Speaking of which, here's a vid for setting your pressure switch
Remember to ONLY use insulated tools for this, there's an
excellent chance you have bare metal wiring lugs with 240 volt across them...
And a basic well diagram
Notice at the very bottom of the well is the pump - typically the actual MOTOR is the bottom half of the pump (so it's more likely to be cooled) - the upper half of the pump is whatever impellers that pump has, stacked on the driven shaft - I've had wells that ran on a 3/4 horse pump (my existing one) but that well's only 60 feet deep - also had a well that was 280 feet deep, it had a 3 horse pump with 23 stacked impellers.
Just above the pump in the diagram, see the check valve - this is a one-way valve that keeps the pipe above it from draining out between cycles - usually called a "foot" valve. these can wear out and leak down (in fact, nearly every component in the system can fail)
If your gauge isn't lying to you, and the pump isn't shutting off, that could be a leak in the pipe that's ABOVE the water level - that could allow PART of the water that's being pumped to just dump back into the well casing - That could be the reason your pump isn't coming up to cut-off pressure, because
the entire system from pump to pressure tank has to be leak-proof or it can NOT build pressure. The bigger the leak, the less likely it'll come up to pressure.

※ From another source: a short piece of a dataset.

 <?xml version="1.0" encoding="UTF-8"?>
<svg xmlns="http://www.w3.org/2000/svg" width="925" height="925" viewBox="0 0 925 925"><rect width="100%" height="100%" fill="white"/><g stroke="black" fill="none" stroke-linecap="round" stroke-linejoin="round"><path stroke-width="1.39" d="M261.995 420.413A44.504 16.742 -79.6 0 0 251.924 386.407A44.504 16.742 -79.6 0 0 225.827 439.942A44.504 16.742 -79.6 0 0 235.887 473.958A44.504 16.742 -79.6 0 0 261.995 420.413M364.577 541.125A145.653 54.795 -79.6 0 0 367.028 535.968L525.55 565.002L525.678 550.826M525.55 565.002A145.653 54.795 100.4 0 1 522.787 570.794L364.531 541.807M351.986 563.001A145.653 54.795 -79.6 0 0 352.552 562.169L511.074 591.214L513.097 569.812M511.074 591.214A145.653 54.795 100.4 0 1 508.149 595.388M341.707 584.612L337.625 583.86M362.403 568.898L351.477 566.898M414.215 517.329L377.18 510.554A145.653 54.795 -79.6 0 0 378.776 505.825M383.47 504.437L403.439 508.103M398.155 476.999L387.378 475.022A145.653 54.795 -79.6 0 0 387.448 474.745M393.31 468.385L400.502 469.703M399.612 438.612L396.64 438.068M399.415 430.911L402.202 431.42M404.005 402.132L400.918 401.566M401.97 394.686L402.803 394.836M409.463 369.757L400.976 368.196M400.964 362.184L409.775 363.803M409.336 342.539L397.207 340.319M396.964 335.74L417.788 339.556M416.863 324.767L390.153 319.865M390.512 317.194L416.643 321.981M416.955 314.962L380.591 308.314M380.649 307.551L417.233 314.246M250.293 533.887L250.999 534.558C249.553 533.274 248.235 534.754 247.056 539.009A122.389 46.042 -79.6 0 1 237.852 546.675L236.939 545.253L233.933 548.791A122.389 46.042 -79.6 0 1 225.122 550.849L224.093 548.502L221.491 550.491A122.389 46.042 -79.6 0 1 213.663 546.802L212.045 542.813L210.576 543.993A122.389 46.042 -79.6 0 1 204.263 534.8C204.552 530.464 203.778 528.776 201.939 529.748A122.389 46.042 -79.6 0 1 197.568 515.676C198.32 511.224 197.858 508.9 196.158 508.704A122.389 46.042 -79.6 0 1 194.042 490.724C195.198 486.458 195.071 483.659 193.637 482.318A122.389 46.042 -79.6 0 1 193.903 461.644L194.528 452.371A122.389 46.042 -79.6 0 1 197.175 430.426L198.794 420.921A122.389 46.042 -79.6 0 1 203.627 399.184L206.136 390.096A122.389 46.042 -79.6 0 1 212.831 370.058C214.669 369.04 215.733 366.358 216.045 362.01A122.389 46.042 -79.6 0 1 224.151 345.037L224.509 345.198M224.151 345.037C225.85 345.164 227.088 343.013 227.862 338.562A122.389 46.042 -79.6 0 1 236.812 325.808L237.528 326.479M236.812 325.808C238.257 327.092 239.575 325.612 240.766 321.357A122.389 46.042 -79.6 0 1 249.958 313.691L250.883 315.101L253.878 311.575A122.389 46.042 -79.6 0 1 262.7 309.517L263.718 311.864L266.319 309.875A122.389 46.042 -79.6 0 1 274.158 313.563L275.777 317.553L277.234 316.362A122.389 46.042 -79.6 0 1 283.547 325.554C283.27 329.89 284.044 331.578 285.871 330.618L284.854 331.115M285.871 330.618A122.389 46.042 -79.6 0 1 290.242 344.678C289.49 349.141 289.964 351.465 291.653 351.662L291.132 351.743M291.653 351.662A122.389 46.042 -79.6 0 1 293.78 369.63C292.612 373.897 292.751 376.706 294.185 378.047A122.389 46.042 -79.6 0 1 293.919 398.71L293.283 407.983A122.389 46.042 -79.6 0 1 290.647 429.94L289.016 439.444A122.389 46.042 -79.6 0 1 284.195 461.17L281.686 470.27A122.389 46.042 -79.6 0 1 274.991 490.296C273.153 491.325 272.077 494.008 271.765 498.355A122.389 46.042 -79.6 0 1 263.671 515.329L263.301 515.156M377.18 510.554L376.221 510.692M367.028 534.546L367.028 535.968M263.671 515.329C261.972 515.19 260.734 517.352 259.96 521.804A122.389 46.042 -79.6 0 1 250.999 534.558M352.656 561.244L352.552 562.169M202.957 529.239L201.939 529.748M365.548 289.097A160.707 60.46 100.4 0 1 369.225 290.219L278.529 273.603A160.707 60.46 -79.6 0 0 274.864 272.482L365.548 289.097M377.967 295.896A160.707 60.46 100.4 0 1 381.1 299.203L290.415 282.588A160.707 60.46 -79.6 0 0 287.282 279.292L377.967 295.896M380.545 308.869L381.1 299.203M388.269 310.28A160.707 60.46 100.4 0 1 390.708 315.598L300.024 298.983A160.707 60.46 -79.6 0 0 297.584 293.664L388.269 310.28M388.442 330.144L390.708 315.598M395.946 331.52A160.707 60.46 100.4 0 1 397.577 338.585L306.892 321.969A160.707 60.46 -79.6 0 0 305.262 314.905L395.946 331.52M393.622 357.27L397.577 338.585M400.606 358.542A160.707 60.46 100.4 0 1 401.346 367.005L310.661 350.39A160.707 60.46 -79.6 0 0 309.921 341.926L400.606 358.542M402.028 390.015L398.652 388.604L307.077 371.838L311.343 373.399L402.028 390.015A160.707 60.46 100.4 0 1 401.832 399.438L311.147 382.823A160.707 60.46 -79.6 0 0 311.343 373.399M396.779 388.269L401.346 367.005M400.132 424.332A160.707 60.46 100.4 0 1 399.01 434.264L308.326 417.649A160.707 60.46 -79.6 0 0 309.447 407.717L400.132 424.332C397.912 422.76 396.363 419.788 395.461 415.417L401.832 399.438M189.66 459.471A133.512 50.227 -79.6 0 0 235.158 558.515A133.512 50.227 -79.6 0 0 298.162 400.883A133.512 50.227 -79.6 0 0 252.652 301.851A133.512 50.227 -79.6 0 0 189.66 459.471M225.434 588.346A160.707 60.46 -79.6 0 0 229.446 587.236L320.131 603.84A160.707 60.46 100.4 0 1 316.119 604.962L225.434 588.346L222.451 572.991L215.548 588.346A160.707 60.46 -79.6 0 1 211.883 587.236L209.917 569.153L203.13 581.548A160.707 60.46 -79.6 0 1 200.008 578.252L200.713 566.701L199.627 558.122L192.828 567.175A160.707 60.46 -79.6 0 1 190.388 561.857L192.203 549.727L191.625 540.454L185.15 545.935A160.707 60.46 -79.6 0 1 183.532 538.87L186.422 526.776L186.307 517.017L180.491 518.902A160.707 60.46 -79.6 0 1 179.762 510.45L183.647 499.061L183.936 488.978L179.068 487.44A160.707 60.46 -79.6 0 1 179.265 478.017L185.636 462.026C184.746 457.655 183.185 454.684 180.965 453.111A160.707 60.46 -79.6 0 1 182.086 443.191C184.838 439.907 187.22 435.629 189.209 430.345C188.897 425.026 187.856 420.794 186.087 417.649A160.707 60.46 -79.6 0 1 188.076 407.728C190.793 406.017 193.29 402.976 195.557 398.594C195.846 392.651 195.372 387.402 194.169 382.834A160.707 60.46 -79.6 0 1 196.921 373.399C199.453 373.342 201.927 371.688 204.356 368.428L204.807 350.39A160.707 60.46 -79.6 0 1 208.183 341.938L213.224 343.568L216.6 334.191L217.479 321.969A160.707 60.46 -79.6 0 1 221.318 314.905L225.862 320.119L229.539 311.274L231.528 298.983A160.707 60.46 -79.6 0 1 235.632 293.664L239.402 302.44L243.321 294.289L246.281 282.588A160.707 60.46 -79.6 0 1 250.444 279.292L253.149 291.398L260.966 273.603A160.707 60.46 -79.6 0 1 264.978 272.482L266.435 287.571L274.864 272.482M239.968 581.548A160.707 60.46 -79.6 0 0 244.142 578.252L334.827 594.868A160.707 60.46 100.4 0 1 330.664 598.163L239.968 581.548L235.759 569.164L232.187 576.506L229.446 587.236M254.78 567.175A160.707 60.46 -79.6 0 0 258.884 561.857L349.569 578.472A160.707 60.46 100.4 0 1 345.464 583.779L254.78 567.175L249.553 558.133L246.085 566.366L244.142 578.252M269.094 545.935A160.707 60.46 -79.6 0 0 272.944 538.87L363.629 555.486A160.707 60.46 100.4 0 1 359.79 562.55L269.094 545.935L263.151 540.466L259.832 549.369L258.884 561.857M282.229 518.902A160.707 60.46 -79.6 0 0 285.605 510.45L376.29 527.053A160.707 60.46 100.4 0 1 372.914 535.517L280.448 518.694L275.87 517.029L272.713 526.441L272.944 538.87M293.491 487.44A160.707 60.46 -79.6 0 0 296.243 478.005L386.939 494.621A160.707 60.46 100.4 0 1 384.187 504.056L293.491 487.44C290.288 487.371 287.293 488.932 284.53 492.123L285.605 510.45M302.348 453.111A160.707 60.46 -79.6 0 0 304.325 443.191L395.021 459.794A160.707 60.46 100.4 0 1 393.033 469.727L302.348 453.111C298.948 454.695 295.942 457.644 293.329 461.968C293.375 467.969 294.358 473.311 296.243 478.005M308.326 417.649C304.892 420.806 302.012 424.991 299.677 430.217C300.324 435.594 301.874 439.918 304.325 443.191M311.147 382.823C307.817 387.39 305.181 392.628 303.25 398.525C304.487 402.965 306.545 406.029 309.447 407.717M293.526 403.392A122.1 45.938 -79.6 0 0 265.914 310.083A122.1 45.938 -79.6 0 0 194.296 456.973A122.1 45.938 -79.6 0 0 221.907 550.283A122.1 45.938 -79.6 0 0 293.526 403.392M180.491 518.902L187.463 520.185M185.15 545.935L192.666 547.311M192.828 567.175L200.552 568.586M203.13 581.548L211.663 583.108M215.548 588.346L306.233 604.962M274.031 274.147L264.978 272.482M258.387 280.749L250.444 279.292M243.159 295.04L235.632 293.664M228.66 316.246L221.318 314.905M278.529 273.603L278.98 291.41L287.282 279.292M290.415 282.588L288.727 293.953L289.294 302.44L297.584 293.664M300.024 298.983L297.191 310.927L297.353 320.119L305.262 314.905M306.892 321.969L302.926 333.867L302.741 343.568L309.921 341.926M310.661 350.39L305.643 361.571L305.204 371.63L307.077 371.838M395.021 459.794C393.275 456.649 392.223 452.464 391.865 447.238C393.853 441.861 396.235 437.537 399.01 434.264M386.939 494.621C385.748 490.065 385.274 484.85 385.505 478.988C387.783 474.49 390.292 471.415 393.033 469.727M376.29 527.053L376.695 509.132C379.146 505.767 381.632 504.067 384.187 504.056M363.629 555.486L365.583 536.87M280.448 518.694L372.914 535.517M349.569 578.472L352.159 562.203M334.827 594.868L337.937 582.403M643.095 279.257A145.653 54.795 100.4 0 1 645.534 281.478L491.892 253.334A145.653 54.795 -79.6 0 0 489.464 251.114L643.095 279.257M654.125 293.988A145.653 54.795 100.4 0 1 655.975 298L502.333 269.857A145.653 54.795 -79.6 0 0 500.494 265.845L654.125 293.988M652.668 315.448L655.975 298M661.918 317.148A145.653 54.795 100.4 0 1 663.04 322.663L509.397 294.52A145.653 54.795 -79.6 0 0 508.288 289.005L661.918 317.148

Depending on what kind of pipe your well has, that "evil well water" I mentioned earlier could have caused the pipe itself to erode away - I replaced piping in one well that was galvanized - the ONLY parts of that piping I recognized as being galvanized, were the parts that were PROTECTED by the electrical tape that'd been used to fasten the pump wiring to the pipe - the rest of the pipe wasn't very far from collapsing and dropping pump and all into the well - I replaced all 60' of that with schedule 80 CPVC and a new bronze check valve - water tasted better after that too...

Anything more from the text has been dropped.